On Tue, Feb 10, 2015 at 9:12 PM, John R Pierce pierce@hogranch.com wrote:
On 2/10/2015 6:54 PM, Chris Murphy wrote:
Why I avoid swap on md raid 1/10 is because of the swap caveats listed under man 4 md. Is possible for a page in memory to change between the writes to the two md devices such that the mirrors are in fact different. The man page only suggests this makes scrub check results unreliable, and that such a difference wouldn't be read (?) But I don't understand this. So I just avoid it because I haven't thoroughly tested it.
if its possible for that to happen, then the whole swapping AND mdraid mechanisms in linux are badly broken.
I suggest not taking my word for it, and reading man (4) md, starting with the paragraph "The most likely cause for an unexpected mismatch on RAID1 or RAID10 occurs if a swap partition or swap file is stored on the array" and including the following 4 paragraphs, and let me know what you think it's saying. It made my eyebrows raise, but it seems to be saying it's not actually resulting in corruption. The part I don't understand is how a page change between the writes to two (swap on) mirrors translates into unused swap and thus not a problem that there's a (meaningful) mismatch between the two mirrors. If the page write to disk happened at all, it seems like this is used rather than not used swap.

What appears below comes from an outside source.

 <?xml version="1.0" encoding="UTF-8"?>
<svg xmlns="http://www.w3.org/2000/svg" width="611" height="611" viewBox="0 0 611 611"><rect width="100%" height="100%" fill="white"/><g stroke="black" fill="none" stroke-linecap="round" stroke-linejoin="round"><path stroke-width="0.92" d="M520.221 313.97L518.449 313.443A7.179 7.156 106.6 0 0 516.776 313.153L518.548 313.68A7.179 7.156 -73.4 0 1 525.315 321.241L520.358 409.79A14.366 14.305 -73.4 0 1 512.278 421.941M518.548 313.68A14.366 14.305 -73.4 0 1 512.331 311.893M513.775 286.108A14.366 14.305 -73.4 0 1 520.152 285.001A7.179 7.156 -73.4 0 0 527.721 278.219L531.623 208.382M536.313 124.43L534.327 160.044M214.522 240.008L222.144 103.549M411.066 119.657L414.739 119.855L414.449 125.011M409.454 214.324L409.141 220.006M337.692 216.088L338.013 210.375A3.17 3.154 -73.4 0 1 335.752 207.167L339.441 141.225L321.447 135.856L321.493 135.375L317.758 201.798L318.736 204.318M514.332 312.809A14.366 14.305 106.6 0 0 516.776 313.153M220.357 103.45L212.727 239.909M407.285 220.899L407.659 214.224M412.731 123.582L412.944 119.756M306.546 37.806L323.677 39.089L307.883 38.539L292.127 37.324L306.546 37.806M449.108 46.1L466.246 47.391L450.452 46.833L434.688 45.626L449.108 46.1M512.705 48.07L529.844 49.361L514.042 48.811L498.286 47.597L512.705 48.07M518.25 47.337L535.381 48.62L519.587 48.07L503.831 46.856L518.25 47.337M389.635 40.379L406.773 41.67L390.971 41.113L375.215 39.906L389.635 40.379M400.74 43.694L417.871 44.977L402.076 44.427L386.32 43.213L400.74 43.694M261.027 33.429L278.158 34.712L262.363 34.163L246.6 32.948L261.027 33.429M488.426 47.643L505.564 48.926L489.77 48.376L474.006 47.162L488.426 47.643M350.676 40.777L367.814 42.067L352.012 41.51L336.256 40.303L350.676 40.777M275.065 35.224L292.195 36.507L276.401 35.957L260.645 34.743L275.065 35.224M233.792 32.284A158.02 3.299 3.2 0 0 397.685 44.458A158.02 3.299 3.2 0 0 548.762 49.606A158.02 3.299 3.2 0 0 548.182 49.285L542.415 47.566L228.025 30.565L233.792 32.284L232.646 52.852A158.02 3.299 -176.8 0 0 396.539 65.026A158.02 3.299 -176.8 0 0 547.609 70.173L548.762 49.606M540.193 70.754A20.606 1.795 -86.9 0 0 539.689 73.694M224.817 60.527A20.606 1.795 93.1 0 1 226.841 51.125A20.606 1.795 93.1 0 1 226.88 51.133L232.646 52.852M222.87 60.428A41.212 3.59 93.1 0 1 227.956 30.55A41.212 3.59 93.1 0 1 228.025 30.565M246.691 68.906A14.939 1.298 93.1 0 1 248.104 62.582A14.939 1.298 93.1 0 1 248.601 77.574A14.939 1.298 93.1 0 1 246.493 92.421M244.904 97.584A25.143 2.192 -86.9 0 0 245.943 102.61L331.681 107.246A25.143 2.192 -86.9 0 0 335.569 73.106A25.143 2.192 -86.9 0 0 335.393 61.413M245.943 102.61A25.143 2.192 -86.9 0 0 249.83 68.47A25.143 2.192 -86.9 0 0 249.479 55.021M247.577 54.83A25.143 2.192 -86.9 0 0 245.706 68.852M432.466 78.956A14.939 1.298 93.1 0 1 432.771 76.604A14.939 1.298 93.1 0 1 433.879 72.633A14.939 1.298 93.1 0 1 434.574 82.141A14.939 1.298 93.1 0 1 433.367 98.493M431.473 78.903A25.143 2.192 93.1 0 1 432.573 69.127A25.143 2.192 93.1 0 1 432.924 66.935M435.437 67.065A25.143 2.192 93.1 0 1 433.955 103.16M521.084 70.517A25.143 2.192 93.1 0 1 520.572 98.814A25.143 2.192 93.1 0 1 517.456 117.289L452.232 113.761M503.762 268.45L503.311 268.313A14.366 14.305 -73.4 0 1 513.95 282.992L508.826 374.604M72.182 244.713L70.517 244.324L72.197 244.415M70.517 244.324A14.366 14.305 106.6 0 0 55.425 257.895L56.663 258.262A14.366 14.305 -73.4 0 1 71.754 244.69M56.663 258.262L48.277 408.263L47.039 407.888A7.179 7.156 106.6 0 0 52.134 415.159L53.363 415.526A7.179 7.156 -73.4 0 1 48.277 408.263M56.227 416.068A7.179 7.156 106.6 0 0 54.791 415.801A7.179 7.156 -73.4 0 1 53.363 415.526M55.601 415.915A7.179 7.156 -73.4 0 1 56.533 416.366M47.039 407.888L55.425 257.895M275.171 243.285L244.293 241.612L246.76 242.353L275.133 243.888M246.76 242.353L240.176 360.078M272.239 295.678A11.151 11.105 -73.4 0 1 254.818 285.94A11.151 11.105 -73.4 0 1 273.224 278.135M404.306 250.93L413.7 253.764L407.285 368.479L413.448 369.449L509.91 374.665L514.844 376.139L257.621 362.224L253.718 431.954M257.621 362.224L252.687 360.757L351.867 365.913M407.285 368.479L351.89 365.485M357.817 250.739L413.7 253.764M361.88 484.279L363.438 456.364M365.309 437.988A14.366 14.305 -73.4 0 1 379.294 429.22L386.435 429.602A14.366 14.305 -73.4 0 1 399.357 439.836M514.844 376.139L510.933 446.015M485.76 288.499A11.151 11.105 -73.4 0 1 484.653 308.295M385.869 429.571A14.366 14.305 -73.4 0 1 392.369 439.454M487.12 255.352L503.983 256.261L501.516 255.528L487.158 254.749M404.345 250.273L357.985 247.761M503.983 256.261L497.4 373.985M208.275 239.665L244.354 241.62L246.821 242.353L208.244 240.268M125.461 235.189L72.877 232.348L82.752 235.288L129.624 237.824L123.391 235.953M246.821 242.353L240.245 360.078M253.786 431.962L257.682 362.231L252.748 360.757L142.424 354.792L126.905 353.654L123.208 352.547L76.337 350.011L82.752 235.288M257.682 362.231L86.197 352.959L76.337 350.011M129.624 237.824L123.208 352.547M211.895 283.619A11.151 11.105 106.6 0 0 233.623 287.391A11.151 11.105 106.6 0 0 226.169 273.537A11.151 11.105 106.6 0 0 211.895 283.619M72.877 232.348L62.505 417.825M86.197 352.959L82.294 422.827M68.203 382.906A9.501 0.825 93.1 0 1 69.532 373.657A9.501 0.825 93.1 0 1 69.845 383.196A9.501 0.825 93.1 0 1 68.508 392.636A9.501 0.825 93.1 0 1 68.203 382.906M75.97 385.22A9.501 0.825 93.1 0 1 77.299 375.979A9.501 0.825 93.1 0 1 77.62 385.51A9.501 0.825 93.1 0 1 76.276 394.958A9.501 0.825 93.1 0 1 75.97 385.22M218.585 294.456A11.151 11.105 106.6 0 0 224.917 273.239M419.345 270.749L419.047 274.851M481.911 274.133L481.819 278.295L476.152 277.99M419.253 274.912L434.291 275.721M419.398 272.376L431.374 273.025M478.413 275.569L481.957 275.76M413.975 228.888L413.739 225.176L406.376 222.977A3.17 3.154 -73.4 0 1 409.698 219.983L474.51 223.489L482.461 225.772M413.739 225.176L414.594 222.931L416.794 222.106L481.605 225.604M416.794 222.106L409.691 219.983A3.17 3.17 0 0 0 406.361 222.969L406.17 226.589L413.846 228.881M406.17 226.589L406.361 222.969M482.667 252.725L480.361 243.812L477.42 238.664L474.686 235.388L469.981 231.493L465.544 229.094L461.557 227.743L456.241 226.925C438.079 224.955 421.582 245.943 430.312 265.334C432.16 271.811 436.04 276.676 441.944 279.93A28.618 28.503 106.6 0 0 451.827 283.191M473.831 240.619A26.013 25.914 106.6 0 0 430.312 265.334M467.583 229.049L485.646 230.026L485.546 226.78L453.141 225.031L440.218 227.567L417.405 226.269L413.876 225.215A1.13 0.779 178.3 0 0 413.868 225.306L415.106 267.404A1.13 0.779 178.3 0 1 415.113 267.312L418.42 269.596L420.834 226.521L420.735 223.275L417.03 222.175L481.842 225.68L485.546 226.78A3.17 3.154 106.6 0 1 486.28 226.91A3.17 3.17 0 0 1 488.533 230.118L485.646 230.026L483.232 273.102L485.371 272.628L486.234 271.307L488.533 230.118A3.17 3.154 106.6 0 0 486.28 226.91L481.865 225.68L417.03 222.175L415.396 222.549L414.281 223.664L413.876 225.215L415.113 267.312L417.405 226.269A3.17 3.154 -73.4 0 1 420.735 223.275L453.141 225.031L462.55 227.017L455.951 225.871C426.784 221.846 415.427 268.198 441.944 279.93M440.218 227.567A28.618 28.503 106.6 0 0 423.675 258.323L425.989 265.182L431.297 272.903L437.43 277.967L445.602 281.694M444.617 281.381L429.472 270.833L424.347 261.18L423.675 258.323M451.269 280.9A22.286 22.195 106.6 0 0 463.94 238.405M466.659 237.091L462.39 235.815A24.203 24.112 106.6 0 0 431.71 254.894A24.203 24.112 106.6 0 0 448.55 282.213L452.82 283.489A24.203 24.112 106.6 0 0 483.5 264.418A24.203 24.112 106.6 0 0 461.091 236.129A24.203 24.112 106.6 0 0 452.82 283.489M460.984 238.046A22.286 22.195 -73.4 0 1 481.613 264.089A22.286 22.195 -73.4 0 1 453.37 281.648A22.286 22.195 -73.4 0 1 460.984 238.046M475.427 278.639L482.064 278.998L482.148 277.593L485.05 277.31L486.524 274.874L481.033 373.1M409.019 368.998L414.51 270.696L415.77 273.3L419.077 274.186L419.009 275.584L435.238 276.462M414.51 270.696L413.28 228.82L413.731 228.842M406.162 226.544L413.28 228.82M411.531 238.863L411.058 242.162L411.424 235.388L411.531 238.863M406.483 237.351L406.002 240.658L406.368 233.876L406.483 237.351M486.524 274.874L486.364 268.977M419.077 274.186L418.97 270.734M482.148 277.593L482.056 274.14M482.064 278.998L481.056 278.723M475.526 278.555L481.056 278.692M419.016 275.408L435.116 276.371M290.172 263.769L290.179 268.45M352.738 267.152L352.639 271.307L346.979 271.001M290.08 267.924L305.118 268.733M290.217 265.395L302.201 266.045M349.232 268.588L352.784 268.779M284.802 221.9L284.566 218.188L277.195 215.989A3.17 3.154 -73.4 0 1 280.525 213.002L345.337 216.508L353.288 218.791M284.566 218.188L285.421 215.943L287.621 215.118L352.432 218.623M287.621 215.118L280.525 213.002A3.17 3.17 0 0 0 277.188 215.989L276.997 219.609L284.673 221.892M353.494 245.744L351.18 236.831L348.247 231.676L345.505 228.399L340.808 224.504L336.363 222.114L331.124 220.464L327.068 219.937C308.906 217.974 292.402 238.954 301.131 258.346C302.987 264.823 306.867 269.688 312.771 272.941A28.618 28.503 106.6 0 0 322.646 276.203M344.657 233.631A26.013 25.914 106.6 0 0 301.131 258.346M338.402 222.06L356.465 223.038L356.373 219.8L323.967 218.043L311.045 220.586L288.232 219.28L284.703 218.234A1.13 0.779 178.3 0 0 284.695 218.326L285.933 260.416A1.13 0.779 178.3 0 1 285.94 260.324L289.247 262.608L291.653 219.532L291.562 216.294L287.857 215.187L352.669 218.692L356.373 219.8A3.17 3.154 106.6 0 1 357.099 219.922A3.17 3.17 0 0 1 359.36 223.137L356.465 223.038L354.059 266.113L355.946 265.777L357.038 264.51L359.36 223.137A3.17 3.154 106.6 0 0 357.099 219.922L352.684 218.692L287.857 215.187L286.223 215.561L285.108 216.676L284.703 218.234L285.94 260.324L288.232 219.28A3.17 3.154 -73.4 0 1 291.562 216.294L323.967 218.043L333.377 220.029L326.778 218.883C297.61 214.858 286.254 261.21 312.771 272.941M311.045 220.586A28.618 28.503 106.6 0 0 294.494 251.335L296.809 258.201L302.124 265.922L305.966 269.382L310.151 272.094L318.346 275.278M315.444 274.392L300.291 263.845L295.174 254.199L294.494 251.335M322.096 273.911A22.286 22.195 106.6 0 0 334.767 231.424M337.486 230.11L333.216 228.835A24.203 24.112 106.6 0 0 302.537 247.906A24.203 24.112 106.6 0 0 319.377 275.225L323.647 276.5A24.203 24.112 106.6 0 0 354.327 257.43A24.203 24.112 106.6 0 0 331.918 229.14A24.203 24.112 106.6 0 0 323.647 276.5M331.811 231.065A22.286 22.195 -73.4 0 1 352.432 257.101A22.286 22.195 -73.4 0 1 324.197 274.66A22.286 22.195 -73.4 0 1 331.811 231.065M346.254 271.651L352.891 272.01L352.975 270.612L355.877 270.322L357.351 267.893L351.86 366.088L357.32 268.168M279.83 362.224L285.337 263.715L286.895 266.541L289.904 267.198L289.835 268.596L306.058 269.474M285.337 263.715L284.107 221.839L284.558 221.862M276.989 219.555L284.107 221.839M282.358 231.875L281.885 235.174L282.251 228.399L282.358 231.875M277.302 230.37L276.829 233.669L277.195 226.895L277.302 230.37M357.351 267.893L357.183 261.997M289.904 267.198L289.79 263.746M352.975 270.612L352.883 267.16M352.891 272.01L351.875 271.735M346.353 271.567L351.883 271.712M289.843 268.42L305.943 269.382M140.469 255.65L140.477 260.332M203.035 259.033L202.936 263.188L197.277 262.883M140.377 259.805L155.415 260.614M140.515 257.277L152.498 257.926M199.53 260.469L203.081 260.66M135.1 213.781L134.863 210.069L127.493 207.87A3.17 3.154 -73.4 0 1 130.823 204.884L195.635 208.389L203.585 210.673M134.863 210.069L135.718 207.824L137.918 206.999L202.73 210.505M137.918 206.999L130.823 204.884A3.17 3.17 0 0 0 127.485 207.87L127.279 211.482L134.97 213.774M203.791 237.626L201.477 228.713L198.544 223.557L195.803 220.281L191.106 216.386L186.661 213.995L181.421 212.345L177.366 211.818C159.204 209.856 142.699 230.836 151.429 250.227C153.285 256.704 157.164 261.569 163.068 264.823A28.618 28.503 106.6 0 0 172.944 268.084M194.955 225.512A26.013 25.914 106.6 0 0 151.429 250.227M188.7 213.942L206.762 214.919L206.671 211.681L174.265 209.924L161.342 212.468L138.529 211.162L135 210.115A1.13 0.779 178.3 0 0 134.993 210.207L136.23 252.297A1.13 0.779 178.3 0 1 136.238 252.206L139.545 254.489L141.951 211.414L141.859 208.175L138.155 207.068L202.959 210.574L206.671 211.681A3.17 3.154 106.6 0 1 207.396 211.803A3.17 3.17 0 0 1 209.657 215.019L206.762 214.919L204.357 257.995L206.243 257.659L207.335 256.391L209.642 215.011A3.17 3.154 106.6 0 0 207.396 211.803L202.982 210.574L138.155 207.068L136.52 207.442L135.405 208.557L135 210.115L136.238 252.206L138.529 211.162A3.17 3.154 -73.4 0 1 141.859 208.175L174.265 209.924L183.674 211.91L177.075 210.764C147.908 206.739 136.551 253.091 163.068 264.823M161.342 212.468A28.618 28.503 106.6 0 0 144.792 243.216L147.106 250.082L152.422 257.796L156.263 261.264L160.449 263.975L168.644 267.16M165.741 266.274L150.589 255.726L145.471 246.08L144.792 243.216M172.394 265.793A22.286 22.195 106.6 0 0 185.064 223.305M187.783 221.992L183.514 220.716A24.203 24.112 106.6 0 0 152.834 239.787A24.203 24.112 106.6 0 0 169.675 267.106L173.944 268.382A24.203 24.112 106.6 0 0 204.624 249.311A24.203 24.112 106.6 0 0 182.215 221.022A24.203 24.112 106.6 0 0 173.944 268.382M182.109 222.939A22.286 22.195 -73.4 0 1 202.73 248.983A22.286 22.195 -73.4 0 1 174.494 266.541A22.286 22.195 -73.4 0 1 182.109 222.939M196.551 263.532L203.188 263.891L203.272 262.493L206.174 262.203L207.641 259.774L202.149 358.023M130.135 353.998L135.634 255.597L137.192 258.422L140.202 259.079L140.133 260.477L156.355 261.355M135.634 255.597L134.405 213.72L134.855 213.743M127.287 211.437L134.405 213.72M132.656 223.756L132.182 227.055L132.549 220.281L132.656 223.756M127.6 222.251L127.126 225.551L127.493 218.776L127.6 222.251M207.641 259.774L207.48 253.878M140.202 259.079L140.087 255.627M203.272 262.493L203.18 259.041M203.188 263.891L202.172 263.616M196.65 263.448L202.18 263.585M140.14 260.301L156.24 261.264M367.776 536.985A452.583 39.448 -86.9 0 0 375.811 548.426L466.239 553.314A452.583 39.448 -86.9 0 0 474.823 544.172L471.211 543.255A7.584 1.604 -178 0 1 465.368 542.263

For data (not swap), a related known issue for all raid 1 and 5 is a series of common problems: regularly scheduled scrubs are necessary to make sure bad sectors are identified and corrected, yet this isn't the default behavior, it has to be configured; further, a reported mismatch doesn't unambiguously tell us which copy is good (or bad), it's merely reported that they're different. Ergo, regularly schedule "checks" are a good idea, while "repair" is sort of a last resort because it might cause the good copy to get overwritten.
This isn't broken. It's just the way it's designed. This is what DIF/DIX (now PI), Btrfs and ZFS are meant to address. There's also been some intermittent talk on linux-raid@ whether and how to get checksums integrated there.